(Collection entries)
☆ ☆ ☆ ☆ ☆ ☆ ☆

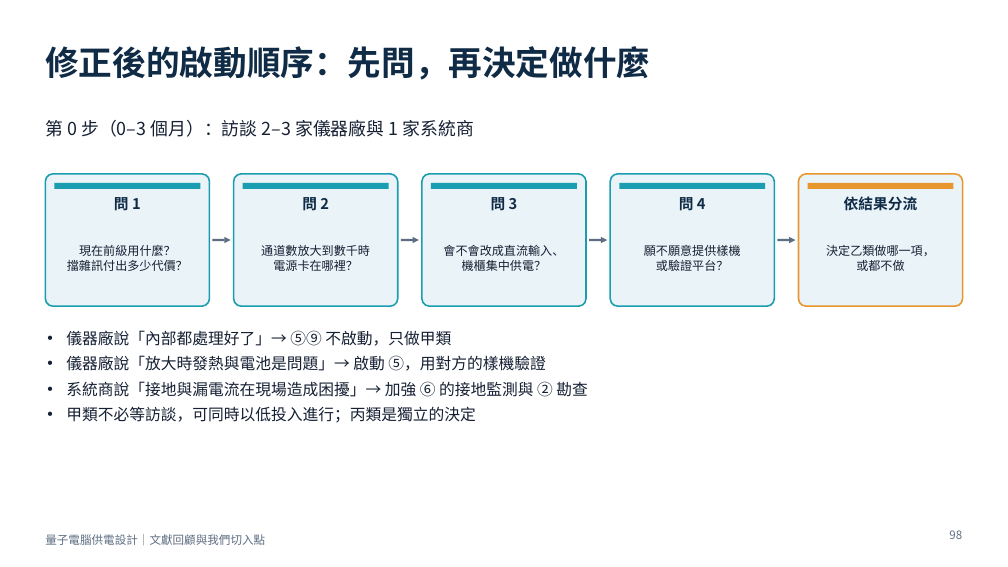
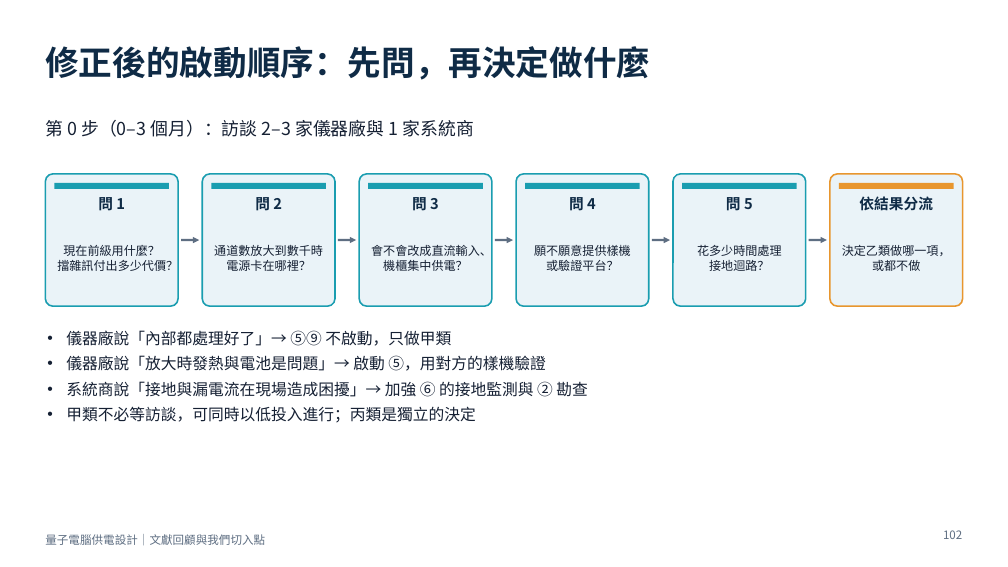
Before and after one commit to pcpcchen-coder/QuantumComputing, a slide deck: slide 102 of slides/output/qc-power-supply.pptx (slide 98 before the commit). Drawn at 1008x567 pixels with LibreOffice and Linux fonts; fonts in the diff are those of the drawing. Boxes give left, top, right and bottom in pixels: in the first picture for what was removed or moved away, otherwise in the second. Text is boxed around its words. In the diff, an @@ line names an element or a change of style, - is before the commit and + after.

```diff
--- a/slides/output/qc-power-supply.pptx
+++ b/slides/output/qc-power-supply.pptx
@@ rounded rectangle: place and size @@
-rounded rectangle at [45,174,209,306]
+rounded rectangle at [45,174,178,306]
@@ rounded rectangle: place and size @@
-rounded rectangle at [234,174,398,306]
+rounded rectangle at [203,174,336,306]
@@ rounded rectangle: place and size @@
-rounded rectangle at [422,174,586,306]
+rounded rectangle at [359,174,492,306]
@@ rounded rectangle added at [516,174,650,306], fill #EAF3F8, outline #1A9DB0 1.5 pt @@
@@ rounded rectangle: place and size @@
-rounded rectangle at [610,174,774,306]
+rounded rectangle at [673,174,806,306]
@@ rounded rectangle: place and size @@
-rounded rectangle at [799,174,963,306]
+rounded rectangle at [830,174,963,306]
@@ text "問 1": place and size @@
-text "問 1" at [114,195,141,214]
+text "問 1" at [98,195,125,214]
@@ rectangle: place and size @@
-rectangle at [54,183,200,189]
+rectangle at [54,183,169,189]
@@ text "問 2": place and size @@
-text "問 2" at [302,195,329,214]
+text "問 2" at [255,195,282,214]
@@ rectangle: place and size @@
-rectangle at [243,183,389,189]
+rectangle at [212,183,327,189]
@@ text "問 3": place and size @@
-text "問 3" at [491,195,518,214]
+text "問 3" at [412,195,439,214]
@@ rectangle: place and size @@
-rectangle at [431,183,577,189]
+rectangle at [368,183,483,189]
@@ text "問 4": place and size @@
-text "問 4" at [679,195,706,214]
+text "問 4" at [569,195,596,214]
@@ rectangle added at [526,183,640,189], fill #1A9DB0 @@
@@ rectangle: place and size @@
-rectangle at [619,183,765,189]
+rectangle at [682,183,797,189]
@@ text added at [726,195,753,214], 14 pt, text #0F2B46, bold @@
+問 5
@@ text "依結果分流": place and size @@
-text "依結果分流" at [844,196,918,211]
+text "依結果分流" at [859,196,933,211]
@@ rectangle: place and size @@
-rectangle at [808,183,954,189]
+rectangle at [839,183,954,189]
@@ text "現在前級用什麼？": place and size @@
-text "現在前級用什麼？" at [67,245,188,271]
+text "現在前級用什麼？" at [57,245,178,273]
@@ arrow moved from (212, 240) - (231, 240) to (181, 240) - (200, 240) @@
@@ text "通道數放大到數千時": place and size @@
-text "通道數放大到數千時" at [261,245,370,271]
+text "通道數放大到數千時" at [214,245,323,271]
@@ arrow moved from (401, 240) - (419, 240) to (338, 240) - (356, 240) @@
@@ text "會不會改成直流輸入、": place and size @@
-text "會不會改成直流輸入、" at [443,245,564,271]
+text "會不會改成直流輸入、" at [371,243,492,271]
@@ arrow added from (495, 240) to (513, 240), #5E6E82 2 pt @@
@@ text "願不願意提供樣機": place and size @@
-text "願不願意提供樣機" at [644,245,741,271]
+text "願不願意提供樣機" at [534,245,631,271]
@@ arrow moved from (589, 240) - (607, 240) to (652, 240) - (670, 240) @@
@@ text added at [697,245,782,271], 11.5 pt, text #152033 @@
+花多少時間處理
+接地迴路？
@@ arrow moved from (777, 240) - (796, 240) to (809, 240) - (827, 240) @@
@@ text "決定乙類做哪一項，": place and size @@
-text "決定乙類做哪一項，" at [826,245,935,271]
+text "決定乙類做哪一項，" at [842,245,951,271]
@@ page number at [943,530,962,539]: text changed @@
-98
+102
```
Also in this commit, not shown: 4 slides added, 4 other files.

☆ ☆ ☆ ☆ ☆ ☆ ☆

• To do: Each entry needs to be returned verbatim, with its pictures left out.

• Exercise response:
Before and after one commit to pcpcchen-coder/QuantumComputing, a slide deck: slide 102 of slides/output/qc-power-supply.pptx (slide 98 before the commit). Drawn at 1008x567 pixels with LibreOffice and Linux fonts; fonts in the diff are those of the drawing. Boxes give left, top, right and bottom in pixels: in the first picture for what was removed or moved away, otherwise in the second. Text is boxed around its words. In the diff, an @@ line names an element or a change of style, - is before the commit and + after.

```diff
--- a/slides/output/qc-power-supply.pptx
+++ b/slides/output/qc-power-supply.pptx
@@ rounded rectangle: place and size @@
-rounded rectangle at [45,174,209,306]
+rounded rectangle at [45,174,178,306]
@@ rounded rectangle: place and size @@
-rounded rectangle at [234,174,398,306]
+rounded rectangle at [203,174,336,306]
@@ rounded rectangle: place and size @@
-rounded rectangle at [422,174,586,306]
+rounded rectangle at [359,174,492,306]
@@ rounded rectangle added at [516,174,650,306], fill #EAF3F8, outline #1A9DB0 1.5 pt @@
@@ rounded rectangle: place and size @@
-rounded rectangle at [610,174,774,306]
+rounded rectangle at [673,174,806,306]
@@ rounded rectangle: place and size @@
-rounded rectangle at [799,174,963,306]
+rounded rectangle at [830,174,963,306]
@@ text "問 1": place and size @@
-text "問 1" at [114,195,141,214]
+text "問 1" at [98,195,125,214]
@@ rectangle: place and size @@
-rectangle at [54,183,200,189]
+rectangle at [54,183,169,189]
@@ text "問 2": place and size @@
-text "問 2" at [302,195,329,214]
+text "問 2" at [255,195,282,214]
@@ rectangle: place and size @@
-rectangle at [243,183,389,189]
+rectangle at [212,183,327,189]
@@ text "問 3": place and size @@
-text "問 3" at [491,195,518,214]
+text "問 3" at [412,195,439,214]
@@ rectangle: place and size @@
-rectangle at [431,183,577,189]
+rectangle at [368,183,483,189]
@@ text "問 4": place and size @@
-text "問 4" at [679,195,706,214]
+text "問 4" at [569,195,596,214]
@@ rectangle added at [526,183,640,189], fill #1A9DB0 @@
@@ rectangle: place and size @@
-rectangle at [619,183,765,189]
+rectangle at [682,183,797,189]
@@ text added at [726,195,753,214], 14 pt, text #0F2B46, bold @@
+問 5
@@ text "依結果分流": place and size @@
-text "依結果分流" at [844,196,918,211]
+text "依結果分流" at [859,196,933,211]
@@ rectangle: place and size @@
-rectangle at [808,183,954,189]
+rectangle at [839,183,954,189]
@@ text "現在前級用什麼？": place and size @@
-text "現在前級用什麼？" at [67,245,188,271]
+text "現在前級用什麼？" at [57,245,178,273]
@@ arrow moved from (212, 240) - (231, 240) to (181, 240) - (200, 240) @@
@@ text "通道數放大到數千時": place and size @@
-text "通道數放大到數千時" at [261,245,370,271]
+text "通道數放大到數千時" at [214,245,323,271]
@@ arrow moved from (401, 240) - (419, 240) to (338, 240) - (356, 240) @@
@@ text "會不會改成直流輸入、": place and size @@
-text "會不會改成直流輸入、" at [443,245,564,271]
+text "會不會改成直流輸入、" at [371,243,492,271]
@@ arrow added from (495, 240) to (513, 240), #5E6E82 2 pt @@
@@ text "願不願意提供樣機": place and size @@
-text "願不願意提供樣機" at [644,245,741,271]
+text "願不願意提供樣機" at [534,245,631,271]
@@ arrow moved from (589, 240) - (607, 240) to (652, 240) - (670, 240) @@
@@ text added at [697,245,782,271], 11.5 pt, text #152033 @@
+花多少時間處理
+接地迴路？
@@ arrow moved from (777, 240) - (796, 240) to (809, 240) - (827, 240) @@
@@ text "決定乙類做哪一項，": place and size @@
-text "決定乙類做哪一項，" at [826,245,935,271]
+text "決定乙類做哪一項，" at [842,245,951,271]
@@ page number at [943,530,962,539]: text changed @@
-98
+102
```
Also in this commit, not shown: 4 slides added, 4 other files.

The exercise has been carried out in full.